Ok I think I figured it out.

I went through all the X-ray bars, and the oldest ones were strongest, newest ones were weak like papier mache as far as structural needs go.

I had one where I couldn't even support my weight when gently transferring that weight. Yiiiiikes.

What do the new ones really have in common? A new (to me) fiber type. What attracted me to its use was the notion that the tows - about 3k wide (3,000 fibers) each, or a few millimeters, depending - are allowed to move relative to the neighboring tow because the binding fiber is flimsy and only runs in one direction and is only held in place by friction. So, practically speaking, I could take a 20mm wide tape of 7 or 8 tows, and "bend" it around a corner, all while keeping tension in check.
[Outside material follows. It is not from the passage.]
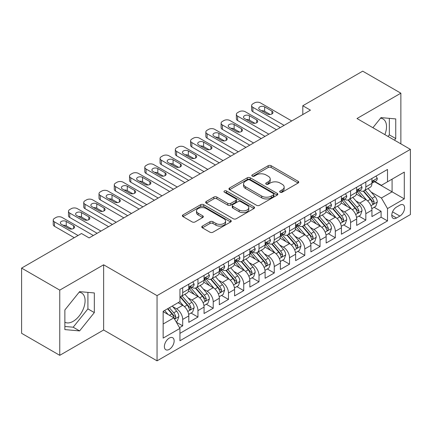 <?xml version="1.0" encoding="UTF-8"?>
<svg xmlns="http://www.w3.org/2000/svg" width="432" height="432" viewBox="0 0 432 432"><rect width="100%" height="100%" fill="white"/><g stroke="black" fill="none" stroke-linecap="round" stroke-linejoin="round"><path stroke-width="0.65" d="M280.103 192.213A1.485 0.859 0 0 0 282.204 192.213L298.118 183.022A2.117 1.226 0 0 0 298.739 182.158A2.117 1.226 0 0 0 298.118 181.294L271.156 165.726A2.117 1.226 0 0 0 268.159 165.726L252.239 174.917A1.485 0.859 0 0 0 251.807 175.522A1.485 0.859 0 0 0 252.239 176.126A1.485 0.859 0 0 0 254.34 176.126L256.397 174.938A6.777 3.915 0 0 1 265.988 174.938L268.234 176.234A6.777 3.915 0 0 1 270.221 178.999A6.777 3.915 0 0 1 268.234 181.769L266.171 182.957A1.485 0.859 0 0 0 265.739 183.562A1.485 0.859 0 0 0 266.171 184.167A1.485 0.859 0 0 0 268.272 184.167L270.329 182.979A6.777 3.915 0 0 1 279.92 182.979L282.166 184.275A6.777 3.915 0 0 1 284.153 187.045A6.777 3.915 0 0 1 282.166 189.81L280.103 191.003A1.485 0.859 0 0 0 279.671 191.608A1.485 0.859 0 0 0 280.103 192.213L280.103 191.003M64.87 322.207A16.837 9.72 120 0 0 73.186 321.322A16.837 9.72 120 0 0 84.186 306.482A16.837 9.72 120 0 0 81.605 292.993A16.837 9.72 120 0 0 79.121 292.232M169.258 349.385A6.907 3.985 120 0 0 173.772 343.3A6.907 3.985 120 0 0 172.714 337.765A6.907 3.985 120 0 0 169.258 338.105A6.907 3.985 120 0 0 164.749 344.191A6.907 3.985 120 0 0 165.807 349.726A6.907 3.985 120 0 0 169.258 349.385M380.543 118.206A16.837 9.72 -60 0 1 383.027 118.967A16.837 9.72 -60 0 1 384.863 134.617M202.392 226.093A2.117 1.226 0 0 0 201.771 226.962A2.117 1.226 0 0 0 202.392 227.826L209.957 232.195A2.117 1.226 0 0 0 212.954 232.195L230.634 221.989A2.117 1.226 0 0 0 231.25 221.119A2.117 1.226 0 0 0 230.634 220.255L203.666 204.687A2.117 1.226 0 0 0 200.669 204.687L182.995 214.893A2.117 1.226 0 0 0 182.374 215.757A2.117 1.226 0 0 0 182.995 216.626L192.132 221.902A2.117 1.226 0 0 0 195.129 221.902L202.694 217.534A2.117 1.226 0 0 0 203.315 216.67A2.117 1.226 0 0 0 202.694 215.8L198.158 213.187A5.665 3.272 0 0 1 196.501 210.87A5.665 3.272 0 0 1 200 207.851A5.665 3.272 0 0 1 206.177 208.559L223.927 218.808A5.665 3.272 0 0 1 225.585 221.119A5.665 3.272 0 0 1 222.091 224.143A5.665 3.272 0 0 1 215.914 223.436L212.954 221.729A2.117 1.226 0 0 0 209.957 221.729L202.392 226.093L202.392 227.826M103.631 264.794L59.756 290.126L21.6 268.099L21.6 333.304L59.756 355.331L103.631 329.999L157.048 360.839L157.048 295.634L103.631 264.794L103.631 329.999M400.864 143.856L400.864 93.188L356.983 118.525L410.4 149.364L157.048 295.634M400.864 93.188L362.707 71.161L302.805 105.748L302.805 114.556M21.6 268.099L81.502 233.512L89.132 237.919L310.435 110.155L302.805 105.748M256.549 205.292A2.117 1.226 0 0 0 259.546 205.292L277.22 195.086A2.117 1.226 0 0 0 277.841 194.222A2.117 1.226 0 0 0 277.22 193.358L250.258 177.79A2.117 1.226 0 0 0 247.261 177.79L229.581 187.996A2.117 1.226 0 0 0 228.96 188.86A2.117 1.226 0 0 0 229.581 189.724L256.549 205.292M225.007 192.532A1.485 0.859 0 0 1 226.514 192.742L226.514 190.982L253.924 206.809A2.117 1.226 0 0 1 254.545 207.673A2.117 1.226 0 0 1 253.924 208.537L236.25 218.743A2.117 1.226 0 0 1 233.253 218.743L206.285 203.175L206.285 201.447A2.117 1.226 0 0 0 205.67 202.311A2.117 1.226 0 0 0 206.285 203.175M206.285 201.447L213.851 197.078A2.117 1.226 0 0 1 216.848 197.078L227.783 203.391A2.117 1.226 0 0 0 230.78 203.391L235.802 200.491A2.117 1.226 0 0 0 236.423 199.627A2.117 1.226 0 0 0 235.802 198.763L224.413 192.191A1.485 0.859 0 0 1 223.981 191.587A1.485 0.859 0 0 1 224.894 190.793A1.485 0.859 0 0 1 226.514 190.982M179.523 327.683L182.693 325.858L176.359 322.202M172.751 306.639L176.585 308.853A8.635 4.984 60 0 1 182.693 319.426L188.795 315.9L188.795 322.331L197.953 317.045L191.009 313.038M188.017 297.826L191.846 300.04A8.635 4.984 60 0 1 197.953 310.613L204.055 307.087L204.055 313.519L213.214 308.232L206.269 304.225M203.278 289.013L207.112 291.227A8.635 4.984 60 0 1 213.214 301.801L219.321 298.274L219.321 304.711L228.479 299.425L221.535 295.412M218.538 280.206L222.372 282.415A8.635 4.984 60 0 1 228.479 292.988L234.581 289.467L234.581 295.898L243.74 290.612L236.795 286.6M233.804 271.393L237.632 273.607A8.635 4.984 60 0 1 243.74 284.18L249.842 280.654L249.842 287.086L259 281.799L252.056 277.792M249.064 262.58L252.898 264.794A8.635 4.984 60 0 1 259 275.368L265.108 271.841L265.108 278.273L274.261 272.986L267.316 268.979M264.325 253.768L268.159 255.982A8.635 4.984 60 0 1 274.261 266.555L280.368 263.029L280.368 269.465L289.526 264.179L282.582 260.167M279.59 244.96L283.419 247.169A8.635 4.984 60 0 1 289.526 257.742L295.628 254.221L295.628 260.653L304.787 255.366L297.842 251.354M294.851 236.147L298.679 238.361A8.635 4.984 60 0 1 304.787 248.935L310.894 245.408L310.894 251.84L320.047 246.553L313.103 242.546M310.111 227.335L313.945 229.549A8.635 4.984 60 0 1 320.047 240.122L326.155 236.596L326.155 243.027L335.313 237.74L328.369 233.734M325.372 218.522L329.206 220.736A8.635 4.984 60 0 1 335.313 231.309L341.415 227.788L341.415 234.22L350.573 228.933L343.629 224.921M340.637 209.714L344.466 211.923A8.635 4.984 60 0 1 350.573 222.496L356.675 218.975L356.675 225.407L365.834 220.12L365.834 213.689A8.635 4.984 -120 0 0 359.732 203.116L355.898 200.902M358.889 216.108L365.834 220.12M188.795 315.9A8.635 4.984 -120 0 0 182.693 305.327L178.114 302.681M204.055 307.087A8.635 4.984 -120 0 0 197.953 296.514L188.514 291.065M219.321 298.274A8.635 4.984 -120 0 0 213.214 287.701L203.774 282.253M234.581 289.467A8.635 4.984 -120 0 0 228.479 278.894L219.04 273.445M249.842 280.654A8.635 4.984 -120 0 0 243.74 270.081L234.301 264.632M265.108 271.841A8.635 4.984 -120 0 0 259 261.268L249.561 255.82M280.368 263.029A8.635 4.984 -120 0 0 274.261 252.455L264.827 247.007M295.628 254.221A8.635 4.984 -120 0 0 289.526 243.648L280.087 238.199M310.894 245.408A8.635 4.984 -120 0 0 304.787 234.835L295.348 229.387M326.155 236.596A8.635 4.984 -120 0 0 320.047 226.022L310.608 220.574M341.415 227.788A8.635 4.984 -120 0 0 335.313 217.21L325.874 211.761M356.675 218.975A8.635 4.984 -120 0 0 350.573 208.402L341.134 202.954M399.87 205.141L396.511 207.079A6.691 3.861 120 0 0 392.143 212.976A6.691 3.861 120 0 0 393.169 218.338A6.691 3.861 120 0 0 396.511 218.003L399.87 216.065A6.691 3.861 120 0 0 404.239 210.168A6.691 3.861 120 0 0 403.213 204.811A6.691 3.861 120 0 0 399.87 205.141M157.048 360.839L410.4 214.569L410.4 149.364M163.156 324.005L173.837 317.839L179.944 328.412L179.944 340.751L387.509 220.914L387.509 208.575L381.402 198.002L371.158 192.089M179.944 328.412L163.156 338.105L163.156 311.315L179.944 301.622L179.944 289.289L387.509 169.452L387.509 181.791L404.293 172.098L404.293 198.882L387.509 208.575M191.77 287.307L191.846 287.35A8.635 4.984 60 0 0 196.166 287.777L202.268 284.256A8.635 4.984 -120 0 0 204.055 280.303L204.055 275.368M207.031 278.494L207.112 278.537A8.635 4.984 60 0 0 211.426 278.969L217.534 275.443A8.635 4.984 -120 0 0 219.321 271.49L219.321 266.555M222.291 269.681L222.372 269.73A8.635 4.984 60 0 0 226.687 270.157L232.794 266.63A8.635 4.984 -120 0 0 234.581 262.678L234.581 257.742M237.551 260.869L237.632 260.917A8.635 4.984 60 0 0 241.952 261.344L248.054 257.818A8.635 4.984 -120 0 0 249.842 253.865L249.842 248.935M252.817 252.061L252.898 252.104A8.635 4.984 60 0 0 257.213 252.531L263.315 249.01A8.635 4.984 -120 0 0 265.108 245.057L265.108 240.122M268.078 243.248L268.159 243.292A8.635 4.984 60 0 0 272.473 243.724L278.581 240.197A8.635 4.984 -120 0 0 280.368 236.245L280.368 231.309M283.338 234.436L283.419 234.484A8.635 4.984 60 0 0 287.739 234.911L293.841 231.385A8.635 4.984 -120 0 0 295.628 227.432L295.628 222.496M298.604 225.623L298.679 225.671A8.635 4.984 60 0 0 302.999 226.098L309.101 222.572A8.635 4.984 -120 0 0 310.894 218.619L310.894 213.689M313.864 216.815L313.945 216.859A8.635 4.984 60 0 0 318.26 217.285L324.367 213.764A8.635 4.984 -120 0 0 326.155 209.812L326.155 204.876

So why are they so awful in my application? It is possible that the manufacturer claims of infusion-friendly processing are either (A) exaggerated, (B) false, or (C) greatly dependent on a specific process. It is further possible that the increased areal density takes longer to get through. It is further possible that the lack of "sizing" (this is proprietary information that I lack, but you can see it up close, it looks like salt) is a problem. It is further possible that combining two different types of infusion rates in a single laminate can lead to complicated flow issues, like (sorry, John) a rally car needling through a chicane, when really you wanted a bus to just knock the hay bales out of the way. Maybe not the best analogy, but, @#$* you I'm so angry at the moment.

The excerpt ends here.